Two new grants will further BHI research into progeria and pulmonary hypertension:
MRC: Gene-inspired therapy to rescue cardiovascular disease in progeria: awarded to Professor Paolo Maddedu
Hutchinson-Gilford progeria syndrome (HGPS), characterised by a rapidly ageing appearance, is a rare disease caused by an abnormal gene and related protein.
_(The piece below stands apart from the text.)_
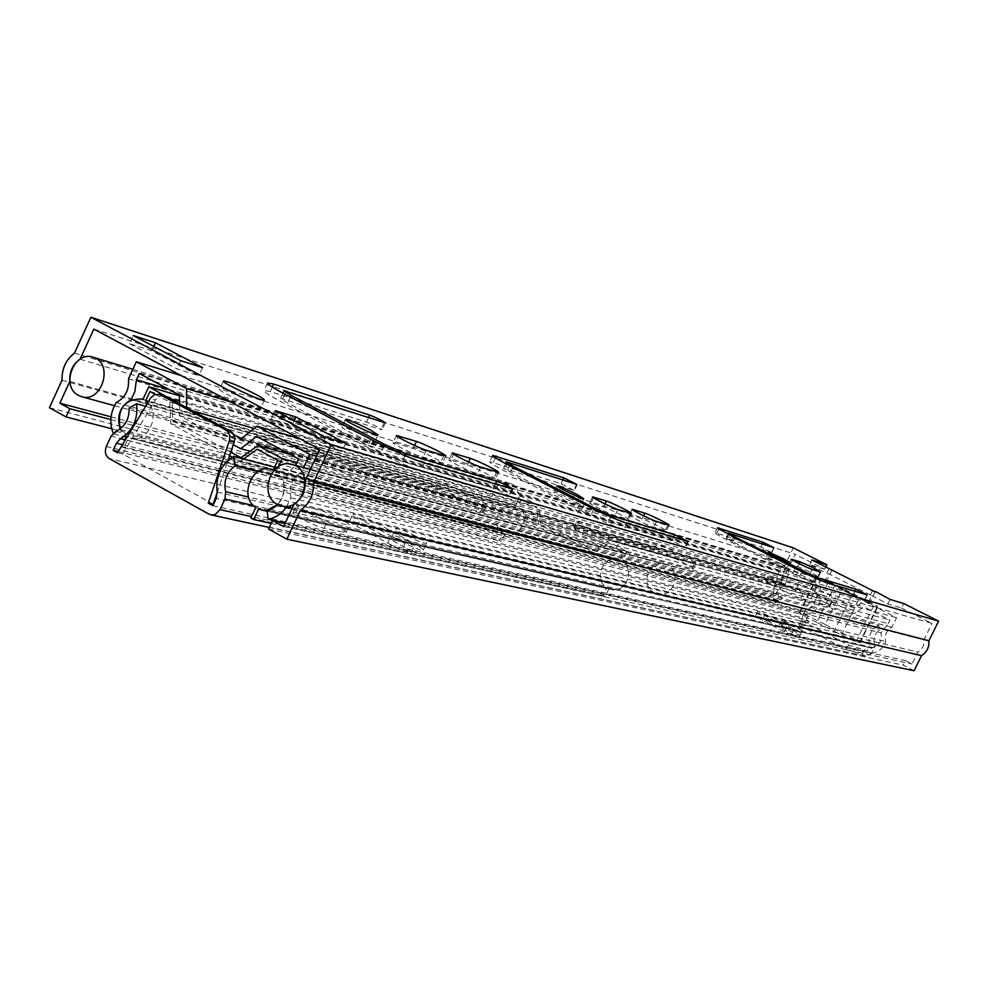 <?xml version="1.0" encoding="UTF-8"?>
<svg xmlns="http://www.w3.org/2000/svg" width="988" height="988" viewBox="0 0 988 988"><rect width="100%" height="100%" fill="white"/><g stroke="black" fill="none" stroke-linecap="round" stroke-linejoin="round"><path stroke-width="0.74" stroke-dasharray="4.94 3.71" d="M852.027 594.825L873.849 605.422L877.912 606.484L859.968 597.135L821.25 577.968L816.854 576.745L852.027 594.825L834.156 631.295L816.854 622.366L834.65 586.008M825.066 580.438L868.353 602.396L825.066 580.438L828.389 573.658L871.712 595.566L868.353 602.396M816.854 622.366C806.998 617.908 801.107 614.771 799.169 612.955L803.664 613.943L825.116 624.391L842.739 588.403M825.116 624.391L842.258 633.234L859.968 597.135M842.258 633.234C852.138 637.705 858.078 640.879 860.103 642.743L855.929 641.904L834.156 631.295M832.081 569.607L826.561 580.895M875.133 591.886L869.773 602.804M829.105 568.656L826.894 573.201L828.389 573.658M871.712 595.566L887.841 604.014L901.513 608.04L903.736 603.545M319.791 449.305L931.993 623.428L901.513 608.04M93.86 329.09L795.34 554.392L787.485 570.496C783.076 573.213 781.15 577.177 781.681 582.401L775.988 594.072L782.224 597.271L780.075 601.68L769.701 596.344L776.889 581.599C776.506 575.362 778.865 570.508 783.978 567.063L793.327 547.883M825.758 566.964L824.659 569.212L795.34 554.392M824.659 569.212L809.715 564.519L826.894 573.201M573.769 490.233L561.098 483.712L489.752 461.668C489.826 462.767 495.482 466.25 506.708 472.116L581.216 510.66C599.778 520.071 613.968 526.406 623.786 529.667L685.635 547.537L671.865 540.683L608.275 521.997L591.293 514.415L503.522 468.361L573.769 490.233L576.572 484.367M508.524 496.174L509.475 496.285C506.325 493.864 500.953 491.184 493.333 488.245L402.24 461.482L380.998 452.121L287.582 402.956L280.604 398.423L382.109 429.78C379.231 427.582 374.032 425.001 366.486 422.049L270.28 391.557L263.994 390.544C263.87 391.853 269.662 395.632 281.37 401.857L367.375 447.156C389.149 458.333 406.92 466.163 420.678 470.646L508.524 496.174L511.92 489.06M771.505 552.416L760.859 547.006L715.065 532.779C715.312 533.656 720.585 536.731 730.861 542.004L792.685 573.472C807.863 581.067 818.731 585.983 825.289 588.218L864.994 599.704L853.681 594.084L812.766 582.056L799.749 576.177L726.168 538.262L771.505 552.416L773.814 547.685M630.381 515.23L629.27 515.069C628.158 515.588 648.906 525.888 653.723 527.221L666.233 530.828C667.27 530.297 646.93 520.194 642.114 518.836L630.381 515.23L632.888 510.043M450.824 460.087L448.96 459.815C447.589 460.556 470.893 472.116 477.5 473.968L495.26 479.057C496.519 478.291 473.771 466.991 467.176 465.101L450.824 460.087L453.603 454.208M271.329 419.048L321.693 445.798L341.86 451.602L292.078 425.198L271.329 419.048L275.244 410.662M251.483 402.215C234.724 393.792 224.078 389.47 219.571 389.247C217.397 391.001 260.511 410.996 260.523 408.242C260.597 407.488 257.584 405.475 251.483 402.215M573.201 500.237C562.666 494.976 556.244 492.234 553.935 492.036C552.663 492.864 580.919 506.387 580.808 504.905L573.201 500.237M366.597 437.289C353.445 430.694 345.22 427.285 341.934 427.088C340.267 428.36 374.514 444.439 374.489 442.389L366.597 437.289M780.434 563.382L765.959 557.034C765.033 557.504 787.609 568.458 787.448 567.47L780.434 563.382M129.477 343.701L177 368.932L198.786 375.736L151.782 350.814L129.477 343.701L133.244 335.525M395.225 443.007L393.063 442.686C391.619 443.513 415.664 455.443 422.876 457.469L442.463 463.063C443.797 462.211 420.345 450.577 413.157 448.515L395.225 443.007L398.078 436.943M590.898 503.102L589.638 502.917C588.465 503.485 609.806 514.081 614.981 515.514L628.578 519.429C629.652 518.848 608.769 508.474 603.569 507.005L590.898 503.102L593.455 497.754M789.56 564.136L788.918 564.037C793.697 567.174 800.626 570.607 809.703 574.349L818.385 576.869C813.655 573.769 806.801 570.372 797.822 566.667L789.56 564.136L791.759 559.64M870.292 595.147L872.528 590.577M890.089 599.444L887.841 604.014M811.926 559.986L809.715 564.519M914.11 670.741L903.23 665.134L905.44 660.639L911.973 663.998L917.864 652.068C922.459 649.338 924.459 645.275 923.866 639.891L931.993 623.428M345.775 443.279L341.86 451.602M294.189 420.69L292.078 425.198M325.657 437.338L321.693 445.798M202.552 367.622L198.786 375.736M153.807 346.405L151.782 350.814M180.804 360.694L177 368.932M74.471 353.099L783.978 567.063M62.022 380.219L776.889 581.599M49.4 407.711L769.701 596.344M111.73 428.755L780.075 601.68M110.841 419.567L782.224 597.271M111.064 416.85L775.988 594.072M69.839 381.405L781.681 582.401M80.04 359.187L787.485 570.496M305.07 480.699L923.866 639.891M294.202 503.868L917.864 652.068M283.544 526.567L911.973 663.998M285.087 523.294L905.44 660.639M268.588 529.074L903.23 665.134M654.34 592.677C639.31 585.662 649.19 559.01 664.973 564.049C682.634 567.964 674.94 598.728 657.514 593.85L654.34 592.677M498.878 510.957C484.453 504.226 494.605 477.92 509.586 483.256C526.159 487.492 517.613 517.169 501.324 511.92L498.878 510.957M576.165 527.654L574.003 527.456C571.879 528.642 607.694 546.525 616.351 548.599L693.292 569.026C695.033 567.952 661.799 551.341 654.031 549.39L576.165 527.654L579.017 521.701L656.687 543.894C664.442 545.895 697.676 562.481 695.972 563.506L619.229 542.597C610.596 540.473 574.781 522.603 576.869 521.479L579.017 521.701M766.947 580.919L765.786 580.808C764.144 581.537 795.068 596.974 800.885 598.32L830.093 606.002C831.501 605.261 801.873 590.478 796.192 589.083L766.947 580.919L769.306 576.066L798.477 584.402C804.133 585.835 833.786 600.605 832.39 601.309L803.269 593.442C797.464 592.047 766.54 576.634 768.158 575.942L769.306 576.066M480.242 511.92L483.181 512.154C485.429 510.463 447.28 491.406 435.807 488.467L316.395 455.122L312.084 454.715C309.281 456.641 351.036 477.426 364.239 480.662L480.242 511.92L483.478 505.09L367.783 473.129C354.618 469.806 312.85 449.046 315.604 447.206L319.902 447.663L439.005 481.699C450.454 484.713 488.628 503.757 486.417 505.362L483.478 505.09M233.637 434.498L186.534 409.131L186.547 407.562M113.188 433.139L113.534 433.905L120.561 429.595L120.227 428.878L126.007 436.041L502.892 532.643C489.591 524.789 500.064 500.076 514.6 505.016L142.89 399.498M179.483 403.771L179.631 415.689L233.329 444.711M254.126 428.459L820.262 590.379L854.608 607.879L863.92 601.173L896.573 617.735L891.843 627.343C886.347 630.542 884.309 635.272 885.742 641.545C883.371 648.079 878.875 651.932 872.243 653.105L871.416 648.054C879.221 646.078 882.42 641.014 881.024 632.888L888.138 623.626L295.597 465.41L288.249 472.795L283.507 482.416C285.334 490.789 283.408 498.162 277.714 504.535C286.755 492.209 286.236 481.242 276.121 471.609L622.267 561.085C635.827 568.952 626.009 593.702 611.029 589.453L258.597 509.067M286.359 507.079L290.855 497.829C288.78 486.59 292.349 477.957 301.538 471.955L303.6 467.559M186.534 409.131L192.771 410.909M230.537 401.82L819.966 578.869L820.262 590.379M181.36 375.65L788.189 562.752L819.966 578.869M128.502 378.762L783.595 572.188L788.189 562.752M116.152 402.622L776.284 585.427C781.866 582.858 784.311 578.449 783.595 572.188M113.534 433.905L775.21 603.038C772.32 597.036 772.678 591.17 776.284 585.427M120.561 429.595L779.532 600.729L775.21 603.038M131.083 399.708L785.584 584.069C778.581 587.761 776.568 593.319 779.532 600.729M168.948 389.42L788.56 572.917L785.584 584.069M139.308 373.526L790.252 569.446L788.56 572.917M179.371 395.015L815.582 582.315L790.252 569.446M179.631 415.689L816.1 593.936L815.582 582.315M250.063 451.207L854.324 613.462L816.1 593.936M888.138 623.626L889.867 620.094L863.858 606.867L854.324 613.462M871.416 648.054L267.019 510.154M285.223 522.998L872.243 653.105M290.855 497.829L885.742 641.545M301.538 471.955L891.843 627.343M316.518 456.295L896.573 617.735M299.278 438.4L863.92 601.173M241.418 438.684L854.608 607.879M256.584 436.412L863.858 606.867M298.623 458.963L889.867 620.094M283.507 482.416L881.024 632.888M106.321 446.514L802.046 617.698L801.737 621.464L804.084 624.305L109.31 458.593M802.046 617.698L804.763 612.115L111.125 436.116M208.95 514.131L866.106 656.193L871.453 653.513L251.495 516.588M253.397 505.535L874.232 647.881L871.453 653.513M122.487 444.662L808.122 616.03L810.518 613.684L125.353 439.907M118.313 451.565L806.257 619.859L808.987 621.279L806.813 625.725L804.084 624.305M808.122 616.03L806.257 619.859M115.991 431.287L807.628 609.584L804.763 612.115M807.628 609.584C813.013 607.299 815.52 603.174 815.162 597.184L819.62 595.011C820.867 603.421 817.829 609.645 810.518 613.684M217.15 492.024L869.452 644.015L869.045 647.424L216.286 498.397M274.602 467.201L878.74 625.182L879.752 630.196C874.763 633.506 873.009 638.087 874.491 643.954L248.556 497.063M869.452 644.015C868.193 635.494 871.28 629.22 878.74 625.182M874.232 647.881L874.491 643.954M806.813 625.725L798.872 625.034L846.296 649.585L862.141 654.328L864.352 649.845L848.531 645.028L801.07 620.513L808.987 621.279M846.296 649.585L848.531 645.028M798.872 625.034L801.07 620.513M864.945 655.773L862.141 654.328M769.788 622.032L755.474 616.018L762.291 620.303L784.521 631.875L798.835 637.89L769.788 622.032L772.11 617.265L801.182 633.086L786.88 627.047L764.638 615.499L757.808 611.239L772.11 617.265M295.684 512.772L293.041 512.747C291.213 514.303 315.888 526.69 324.015 528.284L345.948 532.668C347.653 531.112 323.632 519.033 315.543 517.366L295.684 512.772L299.191 505.3L319.001 510.006C327.065 511.722 351.098 523.788 349.431 525.295L327.547 520.775C319.445 519.12 294.757 506.745 296.561 505.239L299.191 505.3M415.578 544.598C403.351 538.349 395.669 535.36 392.545 535.62C390.692 537.435 423.037 552.663 423.321 550.106C423.407 549.303 420.826 547.463 415.578 544.598M793.45 630.64L779.421 624.725C778.383 625.478 800.329 636.21 800.317 634.938L793.45 630.64M373.427 530.272C360.855 523.85 352.914 520.775 349.629 521.047C349.505 521.849 352.037 523.665 357.211 526.518L387.617 543.042C400.276 549.513 408.205 552.588 411.416 552.267C411.502 551.428 408.884 549.538 403.536 546.611L373.427 530.272L376.737 523.245L406.883 539.547C412.231 542.474 414.861 544.351 414.775 545.166C411.588 545.45 403.66 542.35 391.001 535.891L360.571 519.404C355.384 516.563 352.852 514.748 352.963 513.982C356.236 513.748 364.164 516.835 376.737 523.245M864.352 649.845L867.143 651.29L869.045 647.424M795.748 625.947L802.627 630.221C802.651 631.456 780.705 620.736 781.73 620.007L795.748 625.947M418.838 537.719C424.087 540.572 426.68 542.4 426.606 543.19C426.359 545.672 394.002 530.445 395.83 528.691C398.942 528.469 406.611 531.482 418.838 537.719M217.212 492.382L227.993 460.47M117.597 452.776L122.747 454.023L213.21 504.213M122.747 454.023L155.425 399.893L150.361 398.436M164.354 395.793L159.426 396.213L155.425 399.893M212.889 505.683L867.143 651.29M257.967 471.622L879.752 630.196M145.619 406.303L819.62 595.011M129.119 408.044L815.162 597.184M148.373 401.746L518.033 506.585C531.248 514.266 521.17 538.868 506.683 534.335L130.737 438.203C147.36 443.526 161.242 414.688 147.768 402.746M179.384 395.756L520.38 495.976L538.929 505.634L540.078 521.849L594.368 550.279L607.731 541.449L626.923 551.44L622.267 561.085M515.86 505.448L520.38 495.976M126.007 436.041L121.265 446.28L123.957 447.774L128.699 437.523M123.957 447.774L501.41 541.424L499.249 540.275L502.892 532.643M505.053 533.792L501.41 541.424M255.756 507.499L606.681 587.588C593.022 579.548 603.31 554.639 618.352 559.356L273.268 470.066M276.121 471.609L278.455 466.595M230.797 452.183L172.974 420.814L171.912 399.695M155.338 394.385L169.689 402.104L170.763 423.729L229.611 455.69M232.452 457.234L240.084 461.384L243.394 459.037M620.007 559.9L623.465 552.737L607.114 544.215L593.751 553.033L538.361 524.011L537.213 507.783L521.392 499.533L518.033 506.585M608.929 588.786L605.187 596.554L602.939 595.356L606.681 587.588M277.801 460.371L623.465 552.737M271.243 523.405L605.187 596.554M172.974 420.814L540.078 521.849M240.924 457.666L594.368 550.279M179.458 401.387L538.929 505.634M121.265 446.28L499.249 540.275M149.978 391.483L521.392 499.533M169.689 402.104L537.213 507.783M170.763 423.729L538.361 524.011M240.084 461.384L593.751 553.033M257.213 449.268L607.114 544.215M250.841 517.996L602.939 595.356M296.956 462.52L626.923 551.44M289.892 454.282L607.731 541.449M803.664 613.943L821.25 577.968M799.835 612.98L817.496 576.844M859.535 642.731L877.369 606.434M855.929 641.904L873.849 605.422M673.544 537.213L671.865 540.683M687.969 541.498L685.079 547.476M610.72 516.897L608.275 521.997M593.862 509.042L591.293 514.415M512.797 467.361L510.327 472.548M507.894 462.335L504.93 468.584M562.888 479.983L561.098 483.712M495.457 457.802L493.345 462.248M509.734 465.78L506.708 472.116M584.291 504.238L581.216 510.66M626.849 523.294L623.786 529.667M368.573 417.615L366.486 422.049M384.221 422.642L380.948 429.595M272.355 387.111L270.28 391.557M284.939 394.212L281.37 401.857M371.031 439.388L367.375 447.156M424.309 462.952L420.678 470.646M495.309 484.108L493.333 488.245M405.043 455.554L402.24 461.482M383.937 445.884L380.998 452.121M290.349 397.053L287.582 402.956M286.582 391.297L283.062 398.819M855.052 591.281L853.681 594.084M867.069 594.862L864.71 599.667M814.828 577.819L812.766 582.056M801.91 571.731L799.749 576.177M734.615 537.62L732.503 541.967M729.292 533.397L726.884 538.374M762.328 543.993L760.859 547.006M718.844 529.012L716.868 533.075M733.306 536.953L730.861 542.004M795.167 568.372L792.685 573.472M827.771 583.155L825.289 588.218M643.583 515.785L642.114 518.836M667.974 524.961L665.22 530.692M656.514 521.417L653.723 527.221M468.621 462.051L467.176 465.101M496.779 472.042L493.555 478.822M480.761 467.089L477.5 473.968M414.59 445.489L413.157 448.515M443.859 455.69L440.5 462.792M426.285 450.256L422.876 457.469M605.039 503.929L603.569 507.005M630.282 513.315L627.417 519.268M617.883 509.475L614.981 515.514M799.267 563.716L797.822 566.667M820.126 571.99L817.78 576.794M812.062 569.496L809.703 574.349M616.351 548.599L619.229 542.597M654.031 549.39L656.687 543.894M691.724 568.903L694.416 563.37M800.885 598.32L803.269 593.442M796.192 589.083L798.477 584.402M829.13 605.928L831.439 601.223M435.807 488.467L439.005 481.699M364.239 480.662L367.783 473.129M316.395 455.122L319.902 447.663M387.617 543.042L391.001 535.891M403.536 546.611L406.883 539.547M357.211 526.518L360.571 519.404M343.552 532.668L347.035 525.27M315.543 517.366L319.001 510.006M324.015 528.284L327.547 520.775M784.521 631.875L786.88 627.047M791.845 633.506L794.191 628.726M762.291 620.303L764.638 615.499M799.169 612.955L816.854 576.745M860.103 642.743L877.912 606.484M688.513 541.572L685.635 547.537M505.745 463.693L503.522 468.361M577.264 484.491L574.46 490.344M492.728 455.406L489.752 461.668M385.382 422.839L382.109 429.78M267.513 382.986L263.994 390.544M512.858 489.184L509.475 496.285M283.037 393.212L280.604 398.423M867.353 594.899L864.994 599.704M728.107 534.273L726.168 538.262M774.172 547.735L771.875 552.477M717.486 527.79L715.065 532.779M669 525.11L666.233 530.828M632.061 509.289L629.27 515.069M498.483 472.301L495.26 479.057M452.208 452.949L448.96 459.815M223.387 381.01L219.571 389.247M264.352 400.054L260.523 408.242M556.923 485.8L553.935 492.036M583.797 498.681L580.808 504.905M345.454 419.579L341.934 427.088M378.021 434.905L374.489 442.389M768.38 552.057L765.959 557.034M789.869 562.481L787.448 567.47M445.81 455.974L442.463 463.063M396.46 435.486L393.063 442.686M631.431 513.476L628.578 519.429M592.528 496.902L589.638 502.917M820.719 572.077L818.385 576.869M791.277 559.196L788.918 564.037M292.065 508.412L657.514 593.85M310.38 469.374L664.973 564.049M114.423 405.685L501.324 511.92M132.874 369.277L509.586 483.256M574.003 527.456L576.869 521.479M693.292 569.026L695.972 563.506M765.786 580.808L768.158 575.942M830.093 606.002L832.39 601.309M483.181 512.154L486.417 505.362M312.084 454.715L315.604 447.206M269.341 527.469L866.106 656.193M411.416 552.267L414.775 545.166M349.629 521.047L352.963 513.982M800.317 634.938L802.627 630.221M779.421 624.725L781.73 620.007M423.321 550.106L426.606 543.19M392.545 535.62L395.83 528.691M345.948 532.668L349.431 525.295M293.041 512.747L296.561 505.239M798.835 637.89L801.182 633.086M755.474 616.018L757.808 611.239M130.737 438.203L506.683 534.335M142.939 399.399L514.6 505.016M267.155 511.265L611.029 589.453M273.33 469.918L618.352 559.356"/><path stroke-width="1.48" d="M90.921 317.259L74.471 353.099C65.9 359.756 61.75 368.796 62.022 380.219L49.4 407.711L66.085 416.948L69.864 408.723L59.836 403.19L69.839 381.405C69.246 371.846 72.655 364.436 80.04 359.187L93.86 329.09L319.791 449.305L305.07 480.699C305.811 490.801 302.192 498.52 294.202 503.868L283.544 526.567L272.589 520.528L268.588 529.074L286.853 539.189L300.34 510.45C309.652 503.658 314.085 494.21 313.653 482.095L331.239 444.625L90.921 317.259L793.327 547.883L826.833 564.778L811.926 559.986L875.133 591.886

Because there is no effective cure, children with HGPS will, on average, die of cardiovascular disease at around 14 years old.
This project proposes a new treatment where a gene – found in people who live a long and healthy life – is transferred to rescue the premature cardiovascular senescence typical of HGPS patients.
Professor Paolo Madeddu’s team has discovered a beneficial variant of the BPIFB4 gene, and shown in animal models that transferring this gene reduces the suffering from a heart attack, diabetes and high blood pressure. Preliminary studies showed that the longevity BPIFB4 mutation can benefit some molecular mechanisms that are dysfunctional in children with HGPS.
Paolo says:
“We will determine the efficacy of BPIFB4 gene therapy in HGPS mice, looking at the treatment’s ability to preserve heart and blood vessel function. In addition, we will investigate the mechanisms underpinning this benefit, using human cells from HGPS patients. If results are positive, we will continue our research confirming the lack of toxicity, defining the best dose and timing of treatment for prolonged benefit and the advantage of adding BPIFB4 therapy to current drugs, in view of obtaining permission for a clinical study in patients.”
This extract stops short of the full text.